Madame Tussauds müzesi her biri benzersiz eserlerle ziyaretçilerini memnun edebilecek çok sayıda balmumu sergisine sahip bir müzedir. Salonlar konukları harika kişiliklerle tanıştırıyor, çocuklar için bile eğlenceler var - Marvel'den ünlü kahramanların figürleri vb.

Paramız için ziyaret edilecek bir aile bileti 2000 rubleye mal oluyor. Sergi 4 salona ayrılmıştır - bunların en büyüğü World Arena'dır. Burada kültürel figürler ve hatta politikacılar var. "Korku Odası" en çok ziyaret edilen oda, zaten tahmin edebileceğiniz gibi, içinde çok korkutucu!

2. Londra kulesi

Londra'daki en güzel 10 cazibe merkezi

Londra kulesi - şehrin hem sakinleri hem de turistleri için favori bir yer. Thames'in kuzey kıyısında duran bir kaledir. Bu, İngiltere'deki en eski bina ve Londra'nın tarihi merkezidir.

Başlangıçta Kule savunma amaçlı inşa edilmiş ve daha sonra hem hayvanat bahçesi hem de hapishane vb. Kule'de toplam 1078 infaz gerçekleştirildi.

Şimdi Kule, 27. yüzyılda olduğundan pek farklı değil. Kalede birkaç daire var ve periyodik olarak geziler düzenleniyor. Burada biraz eğlenebilirsin! Örneğin 31 Aralık'tan XNUMX Aralık'a kadar burada ortaçağ kostümleri giymiş Yeni Yıl tatilleri kutlanıyor.

1. Buckingham Sarayı

Londra'daki en güzel 10 cazibe merkezi

Burası kraliyet ailesinin malıdır. Kraliçe ve ailesi, Buckingham Sarayı'nı önemli konuklar için bir buluşma yeri olarak kullanıyor. İç mekanları lüks - güzellikle çıldırabilirsiniz.

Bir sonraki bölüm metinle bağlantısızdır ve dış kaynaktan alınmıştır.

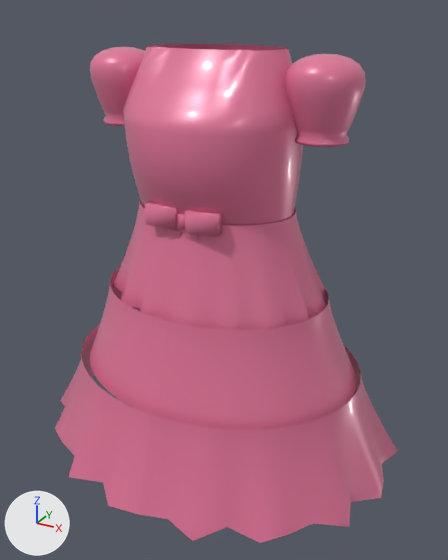
An edit to the glTF model frontend/public/models/garments/dress_floral_puff.glb, drawn before and after from the same camera.
Before and after are seen from a 50 mm camera at (0.603, -1.086, 1.517) aimed at (0.022, -0.03, 0.989). Arrows for +X, +Y and +Z are at lower left; the lights stay in place. The first picture is the older version. Vertices at exactly the same position are counted once.

The first picture shows 'Dress_Floral_Puff_Mesh'.
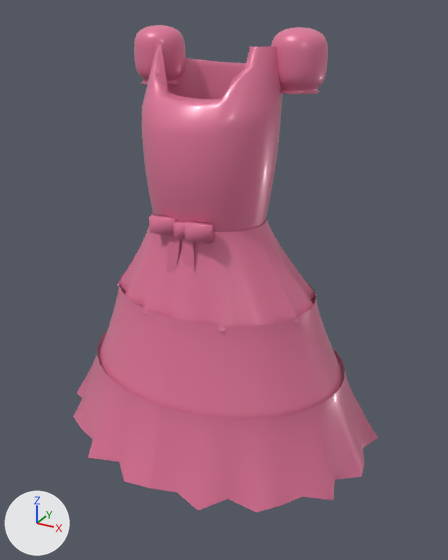
What differs and where, as boxes [x1, y1, x2, y2] in the pictures (448 x 560 px):
'Dress_Floral_Puff_Mesh', reshaped (11% narrower): before [55, 44, 398, 543]; after [73, 25, 378, 512]
part 1 of me_mesh_0, added: after [173, 221, 185, 239]
part 2 of me_mesh_0, added (pink): after [185, 221, 214, 244]
part 3 of me_mesh_0, added (pink): after [149, 214, 176, 237]
part 4 of me_mesh_0, rebuilt (22% narrower): before [123, 44, 303, 225]; after [142, 43, 283, 232]
part 5 of me_mesh_0, rebuilt (7% narrower, 9% shorter): before [113, 199, 328, 330]; after [117, 213, 317, 332]
part 6 of me_mesh_0, rebuilt (9% narrower, 10% shorter): before [90, 268, 357, 430]; after [100, 273, 342, 419]
part 7 of me_mesh_0, rebuilt (11% narrower, 17% shorter): before [55, 324, 398, 543]; after [73, 331, 378, 512]
part 8 of me_mesh_0, added (pink): after [271, 27, 328, 94]
part 9 of me_mesh_0, added (pink): after [134, 25, 186, 85]
part 10 of me_mesh_0, added: after [182, 239, 195, 274]
part 11 of me_mesh_0, added: after [166, 236, 180, 274]
part 12 of me_mesh_0, deleted (pink): before [145, 202, 177, 230]
part 13 of me_mesh_0, deleted: before [176, 213, 185, 230]
part 14 of me_mesh_0, deleted (pink): before [185, 210, 222, 238]
part 15 of me_mesh_0, deleted (pink): before [285, 54, 366, 147]
part 16 of me_mesh_0, deleted (pink): before [90, 47, 145, 126]
part 17 of me_mesh_0, deleted (mostly hidden): before [168, 229, 199, 245]

The change, as a diff of the scene's bpy script:
```diff
--- a/frontend/public/models/garments/dress_floral_puff.glb.py
+++ b/frontend/public/models/garments/dress_floral_puff.glb.py
@@ me_mesh_0 @@
 # used by ob_dress_floral_puff_mesh; location = (0.0, 0.0, 0.0)
-me_mesh_0.from_pydata(...)  # 2579 vertices, 4692 faces; spans x -0.409..0.409, y -0.355..0.325, z 0.6..1.45
+me_mesh_0.from_pydata(...)  # 3269 vertices, 6036 faces; spans x -0.363..0.363, y -0.309..0.279, z 0.63..1.485
+# me_mesh_0 part 1: a new loose piece, a box spanning x -0.013..0.013, y -0.164..-0.146, z 1.121..1.149, in mat_dress_floral_puff_material (pink #e5779c)
+# me_mesh_0 part 2: a new loose piece, a box spanning x 0.014..0.066, y -0.166..-0.148, z 1.122..1.154, in mat_dress_floral_puff_material (pink #e5779c)
+# me_mesh_0 part 3: a new loose piece, a box spanning x -0.066..-0.014, y -0.166..-0.148, z 1.122..1.154, in mat_dress_floral_puff_material (pink #e5779c)
+# me_mesh_0 part 4: the loose piece of 612 vertices spanning x -0.18..0.18, y -0.186..0.106, z 1.15..1.45 is rebuilt with 840 vertices and now spans x -0.137..0.137, y -0.166..0.08, z 1.135..1.455
+# me_mesh_0 part 5: the loose piece of 451 vertices spanning x -0.24..0.24, y -0.201..0.171, z 0.95..1.15 is rebuilt with 533 vertices and now spans x -0.219..0.219, y -0.2..0.14, z 0.96..1.135
+# me_mesh_0 part 6: the loose piece of 451 vertices spanning x -0.315..0.315, y -0.265..0.235, z 0.78..0.97 is rebuilt with 533 vertices and now spans x -0.285..0.285, y -0.247..0.203, z 0.79..0.97
+# me_mesh_0 part 7: the loose piece of 451 vertices spanning x -0.409..0.409, y -0.355..0.325, z 0.6..0.8 is rebuilt with 533 vertices and now spans x -0.363..0.363, y -0.309..0.279, z 0.63..0.8
+# me_mesh_0 part 8: a new loose piece of 385 vertices spanning x 0.098..0.202, y -0.034..0.064, z 1.375..1.485, in mat_dress_floral_puff_material (pink #e5779c)
+# me_mesh_0 part 9: a new loose piece of 385 vertices spanning x -0.202..-0.098, y -0.034..0.064, z 1.375..1.485, in mat_dress_floral_puff_material (pink #e5779c)
+# me_mesh_0 part 10: a new loose piece of 18 vertices spanning x 0.002..0.042, y -0.173..-0.158, z 0.94..1.12, in mat_dress_floral_puff_material (pink #e5779c)
+# me_mesh_0 part 11: a new loose piece of 18 vertices spanning x -0.042..-0.002, y -0.173..-0.158, z 0.94..1.12, in mat_dress_floral_puff_material (pink #e5779c)
+# me_mesh_0 part 12: the loose piece of 8 vertices spanning x -0.078..-0.013, y -0.162..-0.138, z 1.135..1.175 is deleted
+# me_mesh_0 part 13: the loose piece of 8 vertices spanning x -0.012..0.012, y -0.156..-0.134, z 1.136..1.164 is deleted
+# me_mesh_0 part 14: the loose piece of 8 vertices spanning x 0.013..0.078, y -0.162..-0.138, z 1.135..1.175 is deleted
+# me_mesh_0 part 15: 281 vertices removed from x 0.146..0.284, y -0.089..0.049, z 1.295..1.445
+# me_mesh_0 part 16: 281 vertices removed from x -0.284..-0.146, y -0.089..0.049, z 1.295..1.445
+# me_mesh_0 part 17: 28 vertices removed from x -0.05..0.054, y -0.153..-0.138, z 0.95..1.13
 me_mesh_0.materials.append(mat_dress_floral_puff_material)
```

Turistler, sarayın güzelliğine o kadar hayran kalıyor ki saray, Londra'nın başlıca cazibe merkezlerinden biri haline geldi! Alan 20 hektar, 2 postane, polis, yüzme havuzu, bar var - genel olarak oldukça iyi vakit geçirebilirsiniz ve ayrıca koruma altında!

Buckingham Sarayı aslen Buckingham Dükü için inşa edilmişti, ancak 1762'de Kral George III (1738–1820) tarafından satın alındı. Ve Kraliçe Victoria (1819-1901) tahta çıktığında, saray İngiltere hükümdarlarının ana ikametgahı ilan edildi.